If you have attended an air show, you can agree with me that nothing beats the excitement of seeing jets and planes performing stunts in the air. It is simply glorious. The best part of all this excitement is being able to capture the action and freezing it for eternity. But there is a catch, airshow photography can be really intimidating. You will have to get the lighting right and the speed at which the jets will be moving can throw off even the best photographers in the game. Don’t forget that you have to capture motion in your photos or end up with lifeless pictures. As I said, really intimidating. Nonetheless, with a crazy amount of practice and great knowledge of your camera, you can proudly go home with an F-22 portrait as a trophy. Here’s how.

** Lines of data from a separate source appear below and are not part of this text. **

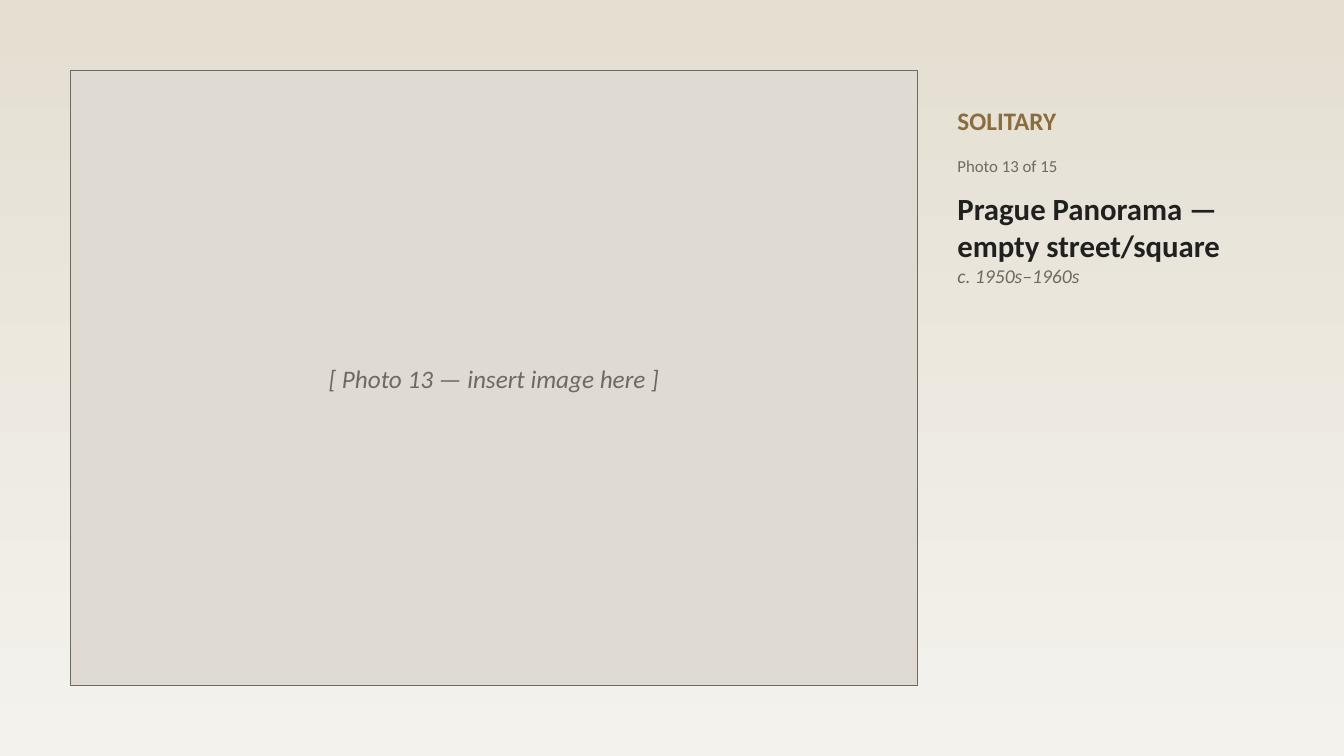
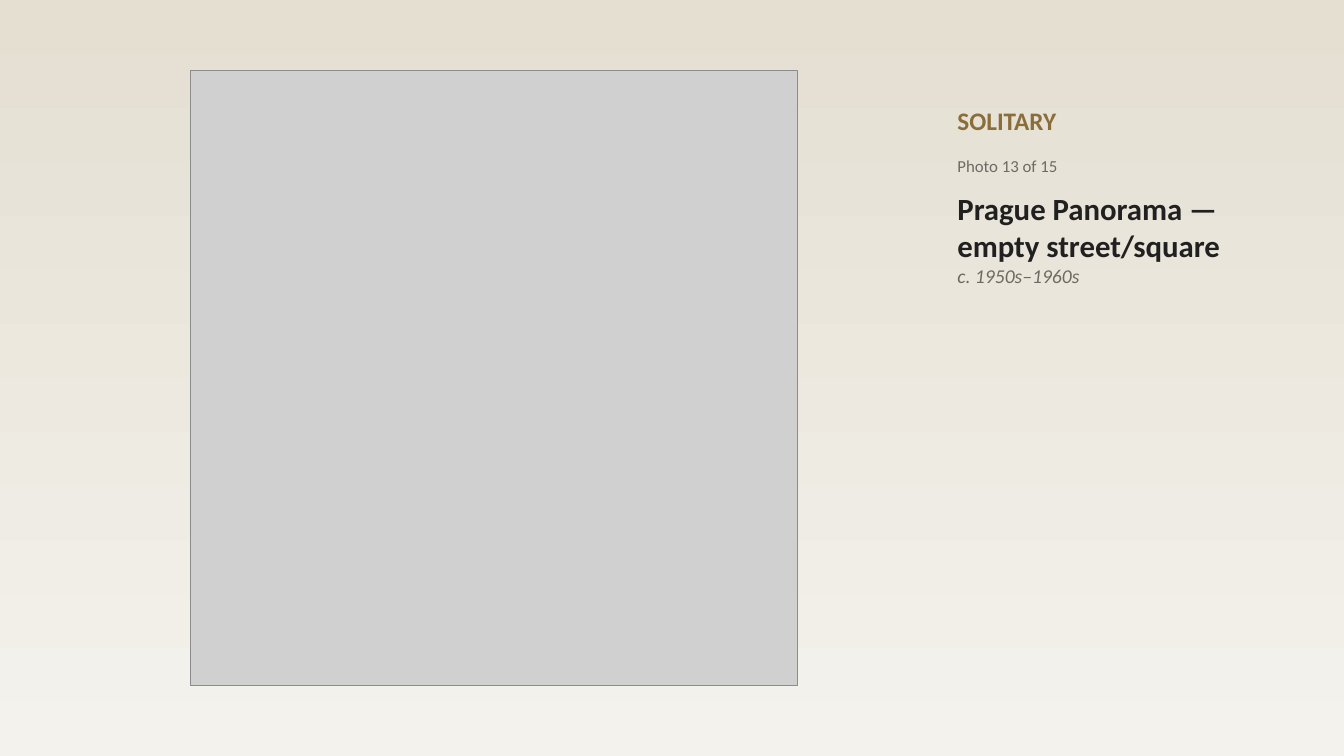
Before and after one commit to LU-Chuanyu/photography-presentation, a slide deck: slide 17 of Josef-Sudek-Presentation.pptx. Drawn at 1344x756 pixels with LibreOffice and Linux fonts; fonts in the diff are those of the drawing; grey boxes stand for pictures. Boxes give left, top, right and bottom in pixels: in the first picture for what was removed or moved away, otherwise in the second. Text is boxed around its words. In the diff, an @@ line names an element or a change of style, - is before the commit and + after.

```diff
--- a/Josef-Sudek-Presentation.pptx
+++ b/Josef-Sudek-Presentation.pptx
@@ rectangle removed at <box>71,71,918,686</box> @@
-[ Photo 13 — insert image here ]
@@ picture added at <box>191,71,798,686</box> @@
```
Also in this commit, not shown: 14 other slides changed.
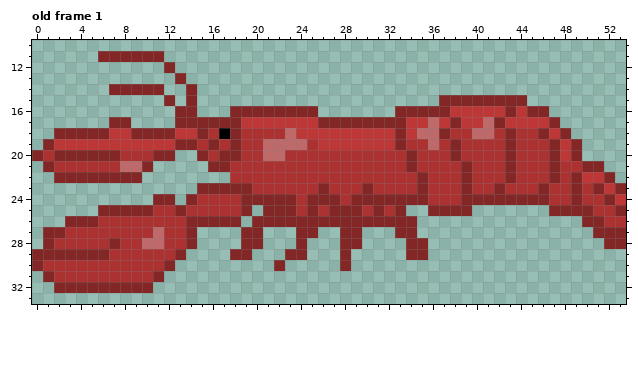
Pixel-art file, stored at assets/art/lobster.aseprite. The picture above was drawn from the file before the commit.
54x36 pixels, 1 frame. Shown: old frame 1: x 0..53, y 10..33. The commit also changed other frames, which this record leaves out.
After the commit:
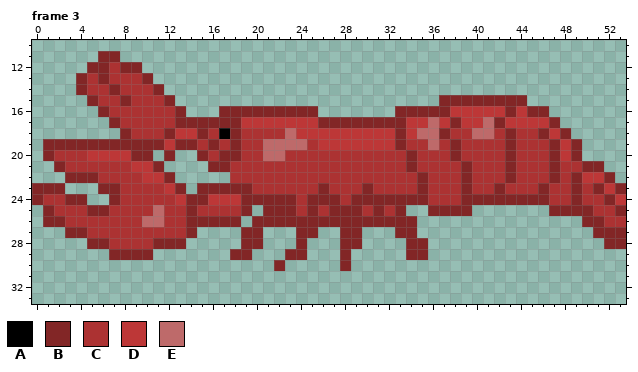
Palette (. is transparent): A #000000  B #822626  C #ac3232  D #bd3737  E #be6a6a
A new or re-ordered frame is compared with the old frame closest to it.
Difference:
{"change": "frames 1 -> 4"}
{"where": "frame 3 is new; against old frame 1"}
{"frame":3,"y":11,"x":8,"old":"BBBB","new":"...."}
{"frame":3,"y":12,"x":5,"old":".....","new":"BBCBB"}
{"frame":3,"y":12,"x":12,"old":"B","new":"."}
{"frame":3,"y":13,"x":4,"old":".......","new":"BCBCCCB"}
{"frame":3,"y":13,"x":13,"old":"B","new":"."}
{"frame":3,"y":14,"x":4,"old":"...","new":"BCC"}
{"frame":3,"y":14,"x":8,"old":"BBB","new":"CCC"}
{"frame":3,"y":14,"x":14,"old":"B","new":"."}
{"frame":3,"y":15,"x":5,"old":".......","new":"BCCBCCC"}
{"frame":3,"y":15,"x":14,"old":"B","new":"."}
{"frame":3,"y":16,"x":6,"old":".......","new":"BCCCCCC"}
{"frame":3,"y":16,"x":14,"old":"B","new":"."}
{"frame":3,"y":16,"x":17,"old":".","new":"B"}
{"frame":3,"y":17,"x":8,"old":"B....","new":"CCCCC"}
{"frame":3,"y":18,"x":2,"old":"BBBBBDDBBB","new":"......BCCC"}
{"frame":3,"y":19,"x":2,"old":"DDDDDDDDDD","new":"BBBBBBBBBB"}
{"frame":3,"y":20,"x":0,"old":"BCBBBBBBCCCB","new":".BCCCDDDDBB."}
{"frame":3,"y":21,"x":1,"old":"BC","new":".B"}
{"frame":3,"y":21,"x":8,"old":"EEB.","new":"CDDB"}
{"frame":3,"y":22,"x":2,"old":"B","new":"."}
{"frame":3,"y":22,"x":6,"old":"BBBB...","new":"CCCCDDB"}
{"frame":3,"y":23,"x":0,"old":"...","new":"BBB"}
{"frame":3,"y":23,"x":6,"old":"........","new":"BBCCCCDB"}
{"frame":3,"y":24,"x":0,"old":".....","new":"BCCBB"}
{"frame":3,"y":24,"x":7,"old":"....BB.","new":"BCCCCCD"}
{"frame":3,"y":24,"x":15,"old":"CCCC","new":"BDDD"}
{"frame":3,"y":25,"x":1,"old":".....","new":"BCCCB"}
{"frame":3,"y":25,"x":7,"old":"BBBBC","new":"CCCCE"}
{"frame":3,"y":25,"x":13,"old":"BC","new":"CB"}
{"frame":3,"y":26,"x":1,"old":"..BBB","new":"BBCCC"}
{"frame":3,"y":26,"x":10,"old":"CC","new":"EE"}
{"frame":3,"y":27,"x":1,"old":"BBCC","new":"..BB"}
{"frame":3,"y":27,"x":11,"old":"E","new":"C"}
{"frame":3,"y":28,"x":1,"old":"BCCCCCB","new":"....BBC"}
{"frame":3,"y":28,"x":10,"old":"EECCB","new":"CBBB."}
{"frame":3,"y":29,"x":0,"old":"BBBBBBBCCCCCCB","new":".......BBBB..."}
{"frame":3,"y":30,"x":0,"old":"BCCCCCCCCCCCB","new":"............."}
{"frame":3,"y":31,"x":1,"old":"BCCCCCCCCCB","new":"..........."}
{"frame":3,"y":32,"x":2,"old":"BBBBBBBBB","new":"........."}

Airshow Photography Tip #1
Carry the right tools
I like to think of airshow photography as a chance to tell a story. Start with the planes on the ground if you get the chance then progress to the actual show in the sky. For grounded planes and jets, your basic photography rules apply. Shoot at the golden hours and explore different angles of the plane. Depending on your desired composition, you will need different lenses ranging from a wide-angle to normal ones.
The challenging part is when working with moving planes in the sky. The most crucial tool you ought to carry with you is a long lens. This is for the obvious reason that your subject will be far from you and you aim to get clear pictures. Long lenses are also quite great for panning, (which you will be doing a lot of).
Speaking of panning, you will not need your tripod for shooting planes in the air as it tends to get in the way of your panning. If your lens it too big to handle with just your hands, a monopod will be a better equipment to have. A firm grip of your camera placed close to your chest will enable you to make swift accurate tracking motions in order to capture fast moving jets.
Airshow Photography Tip #2
This is no doubt the most agonizing part of airshow photography. You have to ensure that your shutter speed, ISO, and aperture are right without shooting in auto. To make things worse, you might need to switch through settings for different planes.
To narrow it down, you usually encounter planes and jets in air shows. For both, depicting motion is crucial and takes different approaches. For planes and helicopters, the motion is in the moving blades of the propeller. To capture this, you will need to blur the propellers by shooting in slow shutter speed. Jets, on the other hand, have no propellers and are quite fast moving demanding a fast shutter speed.
Switching back and forth from shooting jets to planes can be a bit of hustle due to the different settings required. In such a case, use aperture priority mode for jets and shutter priority for planes and helicopters.
Airshow Photography Tip #3
Get the vantage point
If you are a sucker for creativity in your shots, this is not the time to inhibit your creativity. Airshows provide all kinds of angles from which you can capture the action from. However, there are a couple of shots which always steal the show.
In some shows, the planes usually pass over the crowd giving you a great chance to take an overhead photo of the crafts. This requires you to be alert not to miss the action and of course, you need to be good at panning.
You can also take anterior/exterior photos of the plane as it is taking off or landing. Unfortunately, you have to be lucky enough to be positioned strategically at the end or beginning of the runway in order to get the perfect shot. You also have the usual shots of planes in flight that require you to be great at panning.
A common rule of airshow photography is to never photograph a plane from behind. This is because you risk obscuring the major parts of the plane. However, shooting from behind is acceptable when the plane is using its afterburners. It gives the photo a dramatic impact, to say the least.
My personal favorite is taking a photo of a plane from another moving plane. As thrilling as this sounds, only a few lucky photographers are graced with this opportunity. This is not as hard as it seems since both planes will be moving at the same speed. What you may have to watch out for is the plane turbulence. To practice this kind of shot, you can use cars before the actual action.
Airshow Photography Tip #4
As I said, shooting in auto is not much of an option when it comes to airshow photography. Since the sky is bright, your camera will often underexpose the photos by increasing the shutter speed and reducing the shutter speed. The result? A bunch of half-lit photos or silhouettes of your subject.
To properly expose your photos, you should let your photography skills do the work by setting the camera fully on manual mode. This lets you dictate the settings hence get the shutter speed and aperture right.
If this is too hard for you, put the camera in spot metering mode to divert the focus from the sky to the subject. This way, you reduce the chances of your photo being dimly lit.
Airshow photography is no walk in the park but with some practice, it can lead to some rewarding shots. Perhaps even a career. To practice, you can take shots of fast moving objects beforehand such as cars or your pet in motion. You can also use the first day of your show to learn the ropes, the rest of the days will eventually bear fruits. Finally, don’t be obsessed with getting the perfect shot and miss out on the glorious spectacle right in front of you. It’s an airshow event, you don’t see this every day. Have fun for heaven sake!